*WHAT IS NEEDED*: Among the entries below, how many lines contain the string "polygon"? Reply with that number alone.

+--

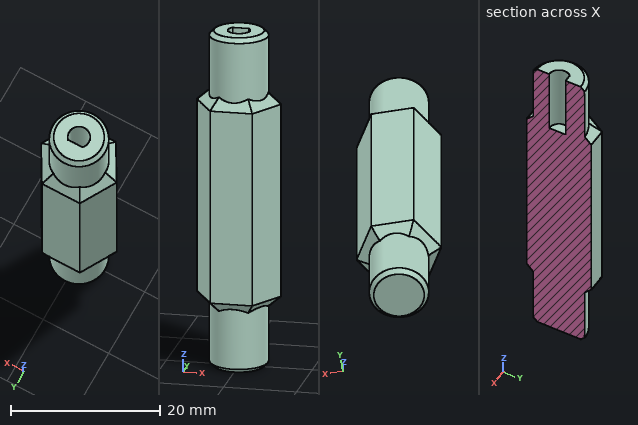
import cadquery as cq
import math

total_length = 47.0
hex_across_flats = 10.0
journal_diameter = 8.0
journal_length = 10.0
end_chamfer = 0.6
bore_diameter = 3.0
bore_flat_offset = 1.05
bore_depth = journal_length

hex_across_corners = hex_across_flats / math.cos(math.pi / 6)
hex_length = total_length - 2 * journal_length
shoulder_angle = 45.0
shoulder_inset = (hex_across_flats - journal_diameter * math.cos(math.pi / 6)) / 2
shoulder_height = shoulder_inset / math.tan(math.radians(shoulder_angle))


def make_journals():
    """Round bar along the full length, chamfered at both ends."""
    bar = cq.Workplane("XY").circle(journal_diameter / 2).extrude(total_length / 2, both=True)
    return bar.faces("|Z").chamfer(end_chamfer)


def make_hexagon():
    """Straight hexagonal grip with corners on the X axis."""
    return cq.Workplane("XY").polygon(6, hex_across_corners).extrude(hex_length / 2, both=True)


def make_upper_shoulder():
    """Six sloped faces running from the hexagon in to the journal."""
    return (
        cq.Workplane("XY")
        .workplane(offset=hex_length / 2)
        .polygon(6, hex_across_corners)
        .extrude(shoulder_height, taper=shoulder_angle)
    )


def make_bore():
    """Blind D-shaped bore in the top end, flat towards +Y."""
    radius = bore_diameter / 2
    half_flat = math.sqrt(radius**2 - bore_flat_offset**2)
    return (
        cq.Workplane("XY")
        .workplane(offset=total_length / 2)
        .moveTo(-half_flat, bore_flat_offset)
        .threePointArc((0, -radius), (half_flat, bore_flat_offset))
        .close()
        .extrude(-bore_depth)
    )


upper_shoulder = make_upper_shoulder()
lower_shoulder = upper_shoulder.mirror("XY")
body = make_journals().union(make_hexagon()).union(upper_shoulder).union(lower_shoulder)
result = body.cut(make_bore())

+--

*REPLY TO THE EXERCISE*: 2